Surface Phosphating Activation of PtMo6-Ni-BDC Nanosheets for Enhanced Hydrogen Evolution Reaction

Abstract

Polyoxometalate-based metal-organic frameworks (POMOFs) are promising electrocatalysts for electrochemical water splitting due to their controllable structures, stabilized polyoxometalate clusters, and reversible charge transfer. However, elemental leaching, structural collapse, and active site blocking are commonly observed under harsh electrolyte conditions. Herein, a surface phosphating strategy is applied to activate POMOF of PtMo₆-Ni-BDC, enabling its enhanced electrocatalytic performance for hydrogen evolution reaction (HER). Active species of Ni₂P and Pt are formed on the surface while the nanosheet morphology of PtMo₆-Ni-BDC is preserved after phosphidation, thus optimizing electronic interactions and exposing abundant active sites. The P-PtMo₆-Ni-BDC composite achieves a current density of −100 mA cm⁻² at a low overpotential of 65 mV, a small Tafel slope of 21 mV dec⁻¹, and long-term stability in an alkaline medium.

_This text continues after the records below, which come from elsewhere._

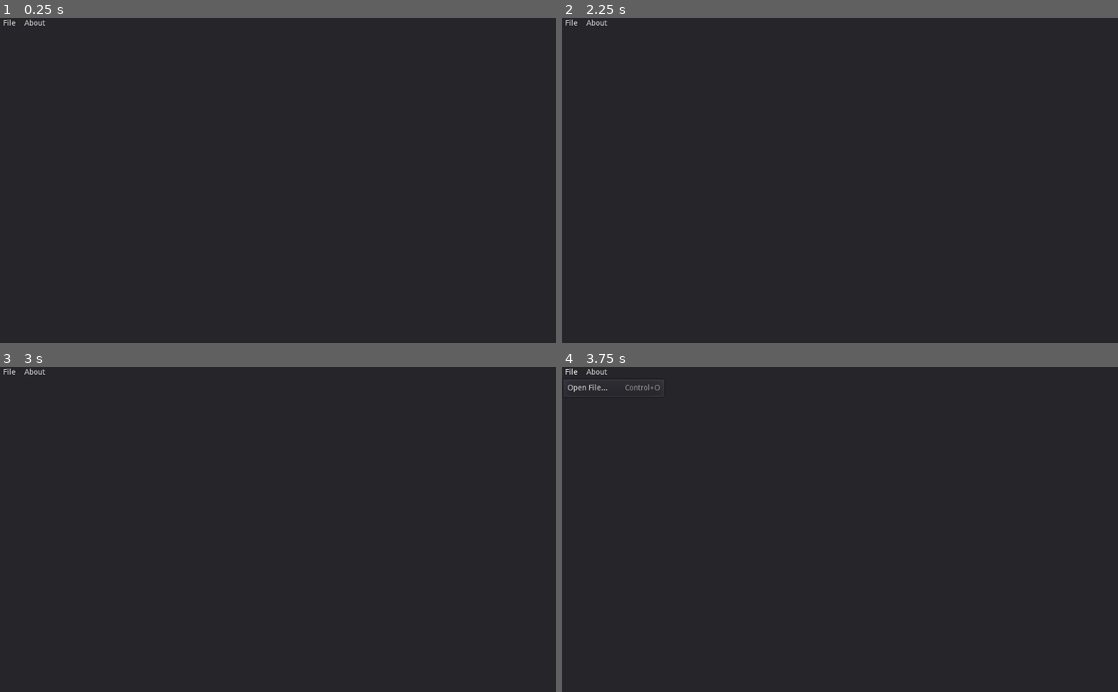
Above: before the commit, frames 1-4 (two rows, left to right).
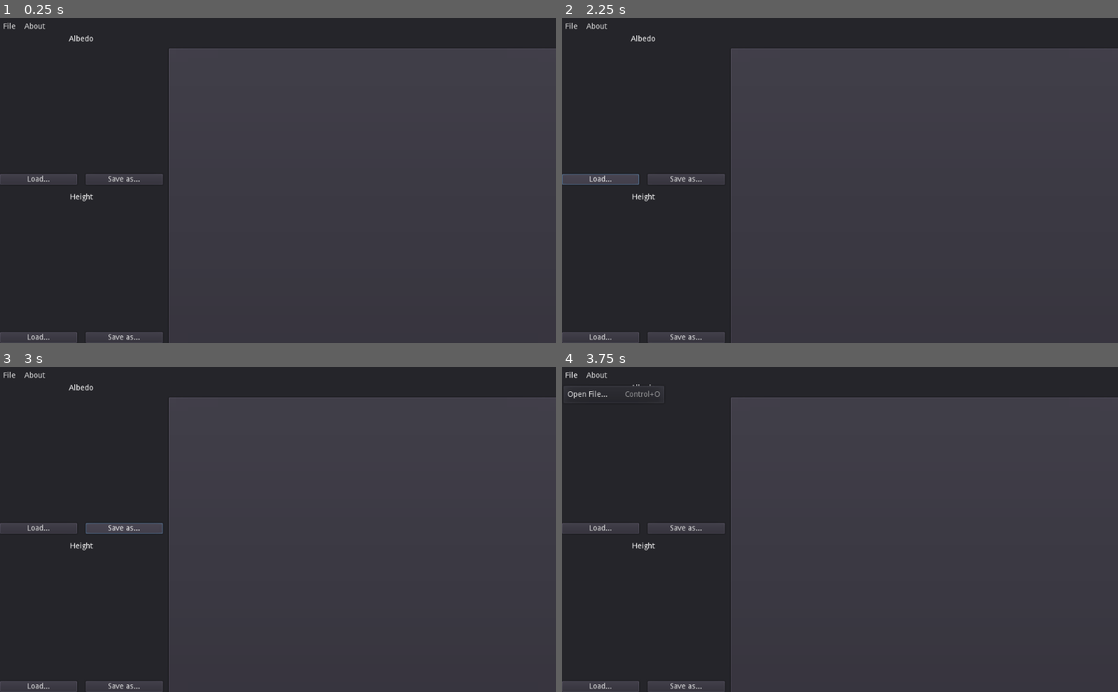
Above: after the commit, the same moments.

Repository: gilzoide/raise-and-shine
Game: Godot game, scene res://MainUI/Main.tscn
The game is run twice, just before and just after one commit, with the same random seed, the same clock (stepped at 60 frames per second) and the same inputs.
Inputs (mouse positions are in pixels of both pictures, inside the frame that each line leads up to):
- Up to frame 1 (0.25 s): no input
- Up to frame 2 (2.25 s): click "File" at 0.5 s; click "About" at 1.25 s; click (600, 180) at 2 s, where only the run after the commit has a clickable "Load..."
- Up to frame 3 (3 s): click (122, 529) at 2.75 s, where only the run after the commit has a clickable "Save as..."
- Up to frame 4 (3.75 s): click "File" at 3.5 s

The runs differ from the first frame. In frame 1, 41% of the frame differs, in the area x 0-100%, y 0-100%; in frame 2, 41%; in frame 3, 41%; in frame 4, 41%.

Commit message:
WIP Add texture slots, add toplevel HSplitContainer and TabContainer

Diff:
--- a/src/Project/ActiveEditorProject.tres
+++ b/src/Editor/ActiveEditorProject.tres
@@ -1,6 +1,6 @@
 [gd_resource type="Resource" load_steps=2 format=2]
 
-[ext_resource path="res://Project/EditorProject.gd" type="Script" id=1]
+[ext_resource path="res://Editor/EditorProject.gd" type="Script" id=1]
 
 [resource]
 script = ExtResource( 1 )
--- a/src/Project/EditorProject.gd
+++ b/src/Editor/EditorProject.gd
@@ -1,5 +1,8 @@
 extends Resource
 
 export(Image) var albedo_image: Image
+export(Image) var height_image: Image
 export(Image) var normal_image: Image
 var albedo_texture: ImageTexture
+var height_texture: ImageTexture
+var normal_texture: ImageTexture
--- /dev/null
+++ b/src/Editor/LoadedTextureBar.tscn
@@ -0,0 +1,33 @@
+[gd_scene load_steps=2 format=2]
+
+[ext_resource path="res://Editor/TextureSlot.tscn" type="PackedScene" id=1]
+
+[node name="LoadedTextureBar" type="Control"]
+anchor_right = 1.0
+anchor_bottom = 1.0
+__meta__ = {
+"_edit_use_anchors_": false
+}
+
+[node name="GridContainer" type="GridContainer" parent="."]
+anchor_right = 1.0
+anchor_bottom = 1.0
+custom_constants/vseparation = 16
+custom_constants/hseparation = 16
+__meta__ = {
+"_edit_use_anchors_": false
+}
+
+[node name="AlbedoTextureSlot" parent="GridContainer" instance=ExtResource( 1 )]
+anchor_right = 0.0
+anchor_bottom = 0.0
+margin_right = 1024.0
+margin_bottom = 292.0
+
+[node name="HeightTextureSlot2" parent="GridContainer" instance=ExtResource( 1 )]
+anchor_right = 0.0
+anchor_bottom = 0.0
+margin_top = 308.0
+margin_right = 1024.0
+margin_bottom = 600.0
+type = 1
--- /dev/null
+++ b/src/Editor/MapTypes.gd
@@ -0,0 +1,20 @@
+extends Object
+
+class_name MapTypes
+
+enum Type {
+	ALBEDO_MAP,
+	HEIGHT_MAP,
+	NORMAL_MAP,
+}
+
+static func map_name(type: int) -> String:
+	if type == Type.ALBEDO_MAP:
+		return "Albedo"
+	elif type == Type.HEIGHT_MAP:
+		return "Height"
+	elif type == Type.NORMAL_MAP:
+		return "Normal"
+	else:
+		assert(false, "Unknown map type %d" % type)
+		return ""
--- /dev/null
+++ b/src/Editor/TextureSlot.gd
@@ -0,0 +1,18 @@
+tool
+extends Control
+
+export(MapTypes.Type) var type
+export(Texture) var texture: Texture = null setget set_texture, get_texture
+
+onready var title_label: Label = $Title
+onready var texture_rect = $TextureRect
+
+func _ready() -> void:
+	title_label.text = MapTypes.map_name(type)
+
+func set_texture(value: Texture) -> void:
+	if texture_rect:
+		texture_rect.texture = value
+
+func get_texture() -> Texture:
+	return texture_rect.texture
--- /dev/null
+++ b/src/Editor/TextureSlot.tscn
@@ -0,0 +1,50 @@
+[gd_scene load_steps=2 format=2]
+
+[ext_resource path="res://Editor/TextureSlot.gd" type="Script" id=1]
+
+[node name="TextureSlot" type="VBoxContainer"]
+anchor_right = 1.0
+anchor_bottom = 1.0
+size_flags_horizontal = 3
+size_flags_vertical = 3
+script = ExtResource( 1 )
+__meta__ = {
+"_edit_use_anchors_": false
+}
+
+[node name="Title" type="Label" parent="."]
+margin_right = 1024.0
+margin_bottom = 14.0
+text = "TEXTURE TITLE"
+align = 1
+valign = 1
+
+[node name="TextureRect" type="TextureRect" parent="."]
+margin_top = 18.0
+margin_right = 1024.0
+margin_bottom = 576.0
+size_flags_horizontal = 3
+size_flags_vertical = 3
+stretch_mode = 6
+
+[node name="HBoxContainer" type="HBoxContainer" parent="."]
+margin_top = 580.0
+margin_right = 1024.0
+margin_bottom = 600.0
+size_flags_horizontal = 3
+custom_constants/separation = 16
+
+[node name="LoadButton" type="Button" parent="HBoxContainer"]
+margin_right = 504.0
+margin_bottom = 20.0
+hint_tooltip = "Choose a file to load texture from"
+size_flags_horizontal = 3
+text = "Load..."
+
+[node name="SaveAsButton" type="Button" parent="HBoxContainer"]
+margin_left = 520.0
+margin_right = 1024.0
+margin_bottom = 20.0
+hint_tooltip = "Choose a file to load texture from"
+size_flags_horizontal = 3
+text = "Save as..."
--- a/src/MainUI/FileMenuButton/FileMenuButton.gd
+++ b/src/MainUI/FileMenuButton/FileMenuButton.gd
@@ -1,6 +1,6 @@
 extends MenuButton
 
-export(Resource) var loaded_project = preload("res://Project/ActiveEditorProject.tres")
+export(Resource) var loaded_project = preload("res://Editor/ActiveEditorProject.tres")
 export(NodePath) var file_popup_path: NodePath
 onready var file_popup: FileDialog = get_node(file_popup_path)
 
--- /dev/null
+++ b/src/MainUI/ImageFileDialog.gd
@@ -0,0 +1,19 @@
+extends FileDialog
+
+signal image_loaded(image)
+
+onready var image_load_error = $AcceptDialog3
+var success_method: FuncRef
+
+func try_load_image(success_method: FuncRef) -> void:
+	self.success_method = success_method
+
+func _on_file_selected(path: String) -> void:
+	var img = load(path)
+	if img:
+		emit_signal("image_loaded", img)
+		if success_method:
+			success_method.call_func()
+	else:
+		image_load_error.popup_centered()
+		success_method = null
--- /dev/null
+++ b/src/MainUI/ImageFileDialog.tscn
@@ -0,0 +1,27 @@
+[gd_scene load_steps=2 format=2]
+
+[ext_resource path="res://MainUI/ImageFileDialog.gd" type="Script" id=1]
+
+[node name="ImageFileDialog" type="FileDialog"]
+anchor_left = 0.5
+anchor_top = 0.5
+anchor_right = 0.5
+anchor_bottom = 0.5
+margin_left = -300.5
+margin_top = -149.0
+margin_right = 300.5
+margin_bottom = 149.0
+window_title = "Abrir um Arquivo"
+mode = 0
+access = 2
+filters = PoolStringArray( "*.bmp ; BMP", "*.dds ; DirectDraw Surface", "*.exr ; OpenEXR", "*.hdr ; Radiance HDR", "*.jpg ; JPG", "*.jpeg ; JPEG", "*.png ; PNG", "*.tga ; Truevision Targa", "*.webp ; WebP" )
+current_dir = "/media/dados/prog/Godot-Projects/normal-height-map-editor/src"
+current_path = "/media/dados/prog/Godot-Projects/normal-height-map-editor/src/"
+script = ExtResource( 1 )
+
+[node name="AcceptDialog3" type="AcceptDialog" parent="."]
+margin_right = 90.0
+margin_bottom = 58.0
+window_title = "Alerta!"
+dialog_text = "Failed to load image =("
+[connection signal="file_selected" from="." to="." method="_on_file_selected"]
--- a/src/MainUI/Main.tscn
+++ b/src/MainUI/Main.tscn
@@ -1,6 +1,7 @@
-[gd_scene load_steps=2 format=2]
+[gd_scene load_steps=3 format=2]
 
 [ext_resource path="res://MainUI/FileMenuButton/FileMenuButton.gd" type="Script" id=1]
+[ext_resource path="res://Editor/LoadedTextureBar.tscn" type="PackedScene" id=2]
 
 [node name="MainUI" type="Control"]
 anchor_right = 1.0
@@ -9,48 +10,64 @@
 "_edit_use_anchors_": false
 }
 
-[node name="Panel" type="Panel" parent="."]
+[node name="MainPanel" type="Panel" parent="."]
 anchor_right = 1.0
 anchor_bottom = 1.0
-
-[node name="MenuBar" type="HBoxContainer" parent="Panel"]
-anchor_right = 1.0
-margin_bottom = 20.0
 __meta__ = {
 "_edit_use_anchors_": false
 }
 
-[node name="MenuButton" type="MenuButton" parent="Panel/MenuBar"]
+[node name="MenuBar" type="HBoxContainer" parent="MainPanel"]
+anchor_right = 1.0
+margin_bottom = 32.0
+__meta__ = {
+"_edit_use_anchors_": false
+}
+
+[node name="MenuButton" type="MenuButton" parent="MainPanel/MenuBar"]
 margin_right = 35.0
-margin_bottom = 20.0
+margin_bottom = 32.0
 text = "File"
 script = ExtResource( 1 )
 __meta__ = {
 "_edit_use_anchors_": false
 }
-file_popup_path = NodePath("../../../ImageFileDialog")
 
-[node name="MenuButton2" type="MenuButton" parent="Panel/MenuBar"]
+[node name="MenuButton2" type="MenuButton" parent="MainPanel/MenuBar"]
 margin_left = 39.0
 margin_right = 89.0
-margin_bottom = 20.0
+margin_bottom = 32.0
 text = "About"
 __meta__ = {
 "_edit_use_anchors_": false
 }
 
-[node name="ImageFileDialog" type="FileDialog" parent="."]
-anchor_left = 0.5
-anchor_top = 0.5
-anchor_right = 0.5
-anchor_bottom = 0.5
-margin_left = -300.5
-margin_top = -149.0
-margin_right = 300.5
-margin_bottom = 149.0
-window_title = "Load Image File"
-mode = 0
-access = 2
-filters = PoolStringArray( "*.bmp ; BMP", "*.dds ; DirectDraw Surface", "*.exr ; OpenEXR", "*.hdr ; Radiance HDR", "*.jpg ; JPG", "*.jpeg ; JPEG", "*.png ; PNG", "*.tga ; Truevision Targa", "*.webp ; WebP" )
-current_dir = "/media/dados/prog/Godot-Projects/normal-height-map-editor/src"
-current_path = "/media/dados/prog/Godot-Projects/normal-height-map-editor/src/"
+[node name="WorkbenchPanel" type="Panel" parent="MainPanel"]
+anchor_right = 1.0
+anchor_bottom = 1.0
+margin_top = 32.0
+__meta__ = {
+"_edit_use_anchors_": false
+}
+
+[node name="HSplitContainer" type="HSplitContainer" parent="MainPanel/WorkbenchPanel"]
+anchor_right = 1.0
+anchor_bottom = 1.0
+split_offset = 150
+__meta__ = {
+"_edit_use_anchors_": false
+}
+
+[node name="LoadedTextureBar" parent="MainPanel/WorkbenchPanel/HSplitContainer" instance=ExtResource( 2 )]
+anchor_right = 0.0
+anchor_bottom = 0.0
+margin_right = 300.0
+margin_bottom = 568.0
+rect_min_size = Vector2( 150, 0 )
+
+[node name="TabContainer" type="TabContainer" parent="MainPanel/WorkbenchPanel/HSplitContainer"]
+margin_left = 312.0
+margin_right = 1024.0
+margin_bottom = 568.0
+size_flags_horizontal = 3
+size_flags_vertical = 3
--- /dev/null
+++ b/src/MainUI/UI_theme.tres
@@ -0,0 +1,3 @@
+[gd_resource type="Theme" format=2]
+
+[resource]
--- /dev/null
+++ b/src/Settings/DefaultSettings.tres
@@ -0,0 +1,7 @@
+[gd_resource type="Resource" load_steps=2 format=2]
+
+[ext_resource path="res://Settings/SettingsResource.gd" type="Script" id=1]
+
+[resource]
+script = ExtResource( 1 )
+background_color = Color( 0, 0, 0, 1 )
--- /dev/null
+++ b/src/Settings/SettingsResource.gd
@@ -0,0 +1,3 @@
+extends Resource
+
+export(Color) var background_color = Color.black
--- a/src/project.godot
+++ b/src/project.godot
@@ -8,9 +8,14 @@
 
 config_version=4
 
-_global_script_classes=[  ]
+_global_script_classes=[ {
+"base": "Object",
+"class": "MapTypes",
+"language": "GDScript",
+"path": "res://Editor/MapTypes.gd"
+} ]
 _global_script_class_icons={
-
+"MapTypes": ""
 }
 
 [application]
@@ -18,6 +23,10 @@
 config/name="Normal-Height editor"
 run/main_scene="res://MainUI/Main.tscn"
 config/icon="res://icon.png"
+
+[autoload]
+
+ImageFileDialog="*res://MainUI/ImageFileDialog.tscn"
 
 [editor_plugins]

Due to the synergy among the surface-formed Ni₂P/Pt, the reconstructed Ni(OH)₂, and the dissolved Mo-based species after HER, P-PtMo₆-Ni-BDC reduces the energy barrier for facilitating water adsorption and dissociation efficiently. This work offers insights into the surface modification of POMOFs for the electrochemical water splitting applications.